TASK DATA:
------------------------------------------------

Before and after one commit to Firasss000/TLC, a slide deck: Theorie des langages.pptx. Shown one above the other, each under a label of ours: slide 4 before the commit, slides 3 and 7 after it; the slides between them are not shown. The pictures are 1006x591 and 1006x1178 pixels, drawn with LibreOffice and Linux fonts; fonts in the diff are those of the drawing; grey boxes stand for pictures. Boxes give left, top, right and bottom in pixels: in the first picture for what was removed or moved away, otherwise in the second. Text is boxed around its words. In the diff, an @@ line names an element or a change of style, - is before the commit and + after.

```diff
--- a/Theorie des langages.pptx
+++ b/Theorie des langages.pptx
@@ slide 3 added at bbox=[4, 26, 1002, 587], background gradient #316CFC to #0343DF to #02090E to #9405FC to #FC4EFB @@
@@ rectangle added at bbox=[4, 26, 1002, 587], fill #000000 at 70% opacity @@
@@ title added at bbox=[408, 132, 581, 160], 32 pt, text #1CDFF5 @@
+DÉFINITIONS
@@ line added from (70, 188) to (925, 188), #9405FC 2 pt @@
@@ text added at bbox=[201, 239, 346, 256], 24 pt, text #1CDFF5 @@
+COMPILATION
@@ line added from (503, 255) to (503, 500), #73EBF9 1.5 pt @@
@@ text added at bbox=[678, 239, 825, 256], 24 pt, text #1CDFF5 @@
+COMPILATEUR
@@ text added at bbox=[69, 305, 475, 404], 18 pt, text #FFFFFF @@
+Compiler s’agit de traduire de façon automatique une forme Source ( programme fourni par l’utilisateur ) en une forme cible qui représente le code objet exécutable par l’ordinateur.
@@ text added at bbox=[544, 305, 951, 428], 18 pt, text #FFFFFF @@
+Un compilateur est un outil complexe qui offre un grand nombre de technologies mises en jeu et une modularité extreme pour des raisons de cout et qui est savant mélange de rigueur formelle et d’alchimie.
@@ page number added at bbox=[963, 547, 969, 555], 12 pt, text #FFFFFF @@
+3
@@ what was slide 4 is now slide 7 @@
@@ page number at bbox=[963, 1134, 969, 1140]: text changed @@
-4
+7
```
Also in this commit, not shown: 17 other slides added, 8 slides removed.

------------------------------------------------

WHAT YOU SHOULD DO: How many lines in the data contain "page"? Answer with the number alone.

TASK SOLUTION: 2